However, I agree with above poster. I remember developing my first windows app
by doing a main event loop. It's been that way for a long time. Only recently
are we doing more asychronous callback / bound type mechanisms of reaction.
And still not as strong as the FLP stuff mentioned in the video. Not as much
functional stuff, just functional paradigms.

I personally really like the perfection of static input/output transformation
graphs. But yeah..it's not been that way for a while and I agree with OP, the
web being so event/input/signal based, has spurred the movement for better
ways of reactive programming.

------
lollipop25
> web applications are becoming more and more complex

The way I see it, it's becoming complex the more you learn. For instance, the
first time one learns a programming language, one learns the language and
steers clear of frameworks. The deeper you go, you learn tricks and stuff
"which this library does" or "this framework does". Eventually you get exposed
to the stuff that does more stuff in less work, away from the programming and
more on configuring.

> Even small website often requires hundreds of megabytes of dependencies.

You wouldn't want to write those from scratch.

> Sometimes one application can have 2 different build systems

One tends to use the build system in the language nearest to the platform. I
still have yet to see a person write Grunt on a Java project or Maven on a JS
project.

> Micro/nano services trend looks optimistic, but I am not sure if it's not
> double-edged sword

It is double edged. More control but you need to set configurations, set
conventions. Do it wrong, and it's easily spaghetti.

> In few years instead of writing code are we going to write configs files?

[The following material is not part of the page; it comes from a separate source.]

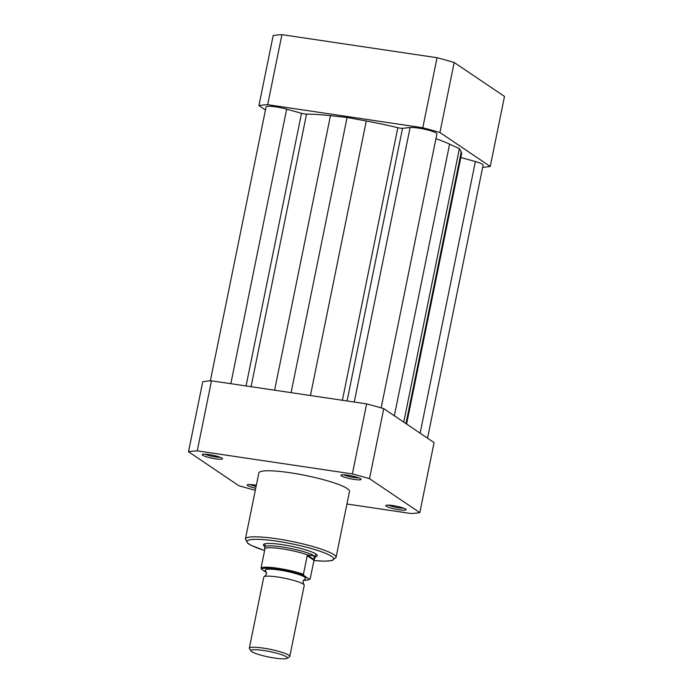 <?xml version="1.0" encoding="UTF-8"?>
<svg xmlns="http://www.w3.org/2000/svg" width="693" height="693" viewBox="0 0 693 693"><rect width="100%" height="100%" fill="white"/><g stroke="black" fill="none" stroke-linecap="round" stroke-linejoin="round"><path stroke-width="1.04" d="M437.049 57.718L422.799 127.755A127.815 18.971 11.5 0 1 439.934 132.51L454.184 62.474A127.815 18.971 11.5 0 0 437.049 57.718L281.921 34.65A127.815 18.971 11.5 0 0 273.181 35.56L258.931 105.587A127.815 18.971 11.5 0 1 267.671 104.686L281.921 34.65M422.799 127.755L267.671 104.686M265.454 109.996L258.931 105.587M454.184 62.474L504.495 96.431L490.246 166.459A127.815 18.971 11.5 0 1 482.657 167.299M490.246 166.459L439.934 132.51M399.081 509.779A10.326 1.533 11.5 0 1 386.01 505.414A10.326 1.533 11.5 0 1 392.844 505.561A10.326 1.533 11.5 0 1 406.011 509.476A10.326 1.533 11.5 0 1 399.081 509.779M388.669 505.136A8.671 1.291 -168.5 0 0 398.908 507.839A8.671 1.291 -168.5 0 0 403.664 508.186M255.726 488.279A10.326 1.533 11.5 0 1 247.366 484.797A10.326 1.533 11.5 0 1 254.201 484.944A10.326 1.533 11.5 0 1 256.332 485.299M250.026 484.52A8.671 1.291 -168.5 0 0 256.098 486.434M215.48 458.818A10.326 1.533 11.5 0 1 202.408 454.443A10.326 1.533 11.5 0 1 209.243 454.599A10.326 1.533 11.5 0 1 222.41 458.515A10.326 1.533 11.5 0 1 215.48 458.818M205.067 454.175A8.671 1.291 -168.5 0 0 215.306 456.878A8.671 1.291 -168.5 0 0 220.062 457.224M354.123 479.435A10.326 1.533 11.5 0 1 341.043 475.069A10.326 1.533 11.5 0 1 347.877 475.216A10.326 1.533 11.5 0 1 361.044 479.132A10.326 1.533 11.5 0 1 354.123 479.435M343.702 474.792A8.671 1.291 -168.5 0 0 353.95 477.494A8.671 1.291 -168.5 0 0 358.705 477.841M264.752 546.439A27.46 4.071 11.5 0 1 263.834 544.204A27.46 4.071 11.5 0 1 282.016 544.611A27.46 4.071 11.5 0 1 317.048 555.032A27.46 4.071 11.5 0 1 315.332 556.73M336.053 557.441L349.489 491.406A46.249 6.861 -168.5 0 0 290.176 472.747A46.249 6.861 -168.5 0 0 258.836 472.964L245.409 538.998A46.249 6.861 11.5 0 1 276.741 538.782A46.249 6.861 11.5 0 1 336.053 557.441L332.181 560.542L324.93 561.191L313.868 560.55M211.495 380.812L197.245 450.848L352.373 473.917A127.815 18.971 -168.5 0 1 369.508 478.672L383.757 408.636A127.815 18.971 -168.5 0 0 366.623 403.88L211.495 380.812A127.815 18.971 -168.5 0 0 202.754 381.722L188.505 451.749L238.816 485.706A127.815 18.971 -168.5 0 0 255.31 490.297M383.757 408.636L434.069 442.593L419.819 512.621A127.815 18.971 -168.5 0 1 411.079 513.53L346.924 503.993M197.245 450.848A127.815 18.971 -168.5 0 0 188.505 451.749M369.508 478.672L419.819 512.621M352.373 473.917L366.623 403.88M289.778 656.436L304.244 585.351A20.651 3.067 -168.5 0 0 303.733 584.45A20.651 3.067 -168.5 0 0 303.265 584.095A20.651 3.067 -168.5 0 0 283.749 578.057A20.651 3.067 -168.5 0 0 264.596 576.489A20.651 3.067 -168.5 0 0 263.773 577.122L249.315 648.206A20.651 3.067 11.5 0 1 266.692 648.657A20.651 3.067 11.5 0 1 288.808 655.188A20.651 3.067 11.5 0 1 289.778 656.436A20.651 3.067 11.5 0 1 289.457 656.843L287.127 658.35A18.633 2.763 -168.5 0 0 286.53 656.851A18.633 2.763 -168.5 0 0 265.22 650.736A18.633 2.763 -168.5 0 0 251.013 651.004A18.633 2.763 -168.5 0 0 251.776 651.689A18.633 2.763 -168.5 0 0 270.365 657.328A18.633 2.763 -168.5 0 0 287.127 658.35M303.733 584.45L302.936 581.436L304.851 578.976A20.651 3.067 -168.5 0 0 304.695 577.096A20.651 3.067 -168.5 0 0 280.024 570.148A20.651 3.067 -168.5 0 0 265.714 571.015L266.51 574.029L264.596 576.489M314.241 559.242L315.15 557.527A25.814 3.829 -168.5 0 0 315.202 557.371A25.814 3.829 -168.5 0 0 313.981 555.803L314.241 559.242L310.143 578.854L309.373 579.235L310.143 578.854M261.504 569.222L261.053 568.009A25.294 3.751 11.5 0 1 277.945 568.269A25.294 3.751 11.5 0 1 303.413 574.306L303.863 575.528A24.472 3.63 -168.5 0 0 278.032 569.239A24.472 3.63 -168.5 0 0 261.504 569.222L266.519 572.609M303.863 575.528L309.373 579.235A24.472 3.63 -168.5 0 1 303.395 580.258L307.449 580.136L309.962 579.235M261.053 568.009L264.839 549.402L264.613 547.245A25.814 3.829 -168.5 0 1 264.622 547.08A25.814 3.829 -168.5 0 1 286.339 547.643A25.814 3.829 -168.5 0 1 313.981 555.803L308.142 555.128A25.294 3.751 -168.5 0 0 281.912 548.804A25.294 3.751 -168.5 0 0 264.873 548.691M303.413 574.306L307.198 555.699L308.142 555.128M307.484 555.162L314.085 559.615M307.198 555.699L313.929 560.247M251.013 651.004L249.454 648.7A20.651 3.067 11.5 0 1 249.315 648.206M210.343 380.881L266.077 106.956A14.458 2.148 11.5 0 1 275.866 106.887A14.458 2.148 11.5 0 1 286.677 109.165L301.524 113.288A4.132 0.615 -168.5 0 0 306.531 114.12A88.782 13.176 11.5 0 1 330.457 115.67L347.089 117.463L366.294 120.998A88.782 13.176 11.5 0 1 397.843 127.694A4.132 0.615 -168.5 0 0 402.529 128.309L410.109 127.521A14.458 2.148 11.5 0 1 418.355 128.075A14.458 2.148 11.5 0 1 436.893 133.905L381.15 407.882M347.089 117.463L291.095 392.654M435.923 138.678A88.782 13.176 11.5 0 1 449.61 144.127L459.398 148.64L403.75 422.132M406.592 424.055L461.59 153.725A88.782 13.176 11.5 0 0 461.235 151.966L459.398 148.64M427.546 438.193L483.108 165.099A14.458 2.148 11.5 0 0 475.381 161.547L460.828 157.51M313.877 560.516A44.187 6.558 -168.5 0 0 329.435 555.119A44.187 6.558 -168.5 0 0 276.957 541.198A44.187 6.558 -168.5 0 0 247.557 540.653A44.187 6.558 -168.5 0 0 264.613 550.493M286.677 109.165L230.83 383.688M301.524 113.288L246.058 385.949M306.531 114.12L251.074 386.703M330.457 115.67L274.601 390.194M366.294 120.998L310.438 395.53M397.843 127.694L342.385 400.277M402.529 128.309L347.054 400.97M410.109 127.521L354.253 402.044M449.61 144.127L394.343 415.783M461.235 151.966L405.968 423.631M475.381 161.547L420.114 433.177M264.605 550.528L250.961 545.304L247.748 543.364L245.409 538.998M315.887 554.002L315.202 557.371M265.306 543.71L264.622 547.08"/></g></svg>

For all that configuration, your are configuring _something_. That something
is written by someone. So while you're configuring here, someone is
programming somewhere.

------
doobiaus
We've come full circle and have just pulled our stack back from a complex
framework (Durandal, akin to Angular) to a simple architecture centred around
knockout.js, and everyone is happier for it. The code is cleaner and debugging
is a world apart.

Backend wise I've taken a liking to Express because it hides nothing. I prefer
it over Rails or ASP.NET MVC, where there is so much magic. I would switch if
I could but we have too much legacy code.

------
px1999
The theory is that a DSL should be better than whatever generalised
programming language you're using. SQL is a good example - ORMs tend to fuck
up querying databases (ie pulling back unnecessary data) almost as much as
they fix. SQL, a language designed for querying relational data, is
(unsurprisingly) pretty good at doing what you need efficiently.

In practice, a lot of frameworks are made by people (who are just people, and
don't 100% know what they're doing at the outset). I'd say that if you're
spending too much time in configuration, you're not using the right
frameworks.

No, in a few years those frameworks will be forgotten. From the terms that
you've used, it sounds as though you're coming from the Java world, which has
an inexplicable love of config files - if that's the case, it might be a bit
longer than a few years, but they'll eventually figure out that config files
aren't a good representation for options.

Though the layers of magic and abstraction will continue to increase and grow,
at least until simple LOB usecases can be achieved in a couple of lines at
most.

------
kup0
It's annoyingly bad at this point. You know it's gotten bad whenever new
frameworks are coming out where being "minimal" is a feature.

Page loads are very large on some sites now, where they don't have to be.
Though, advertising can be blamed for a lot of that. There's just a lot of
extra cruft out there now, without much added to the user experience, in fact,
it often detracts from it.

What happened to using only what is necessary? Why throw so much unused stuff
behind a site, and especially, why load anything you're not using? Why
complicate things?

Maybe I'm nostalgic for static pages or something, but I miss the days where
things were simple in terms of page loads and efficient design, and I think a
technologically-advanced but focused (avoiding excessiveness) approach is best
going forward.

This philosophical approach is one reason I like the Hacker News site itself.
It accomplishes its task well, and is almost solely text and minimal css. It's
running on some stuff built underneath (as dynamic pages require), but it
seems pretty minimal in general. It needs nothing extra.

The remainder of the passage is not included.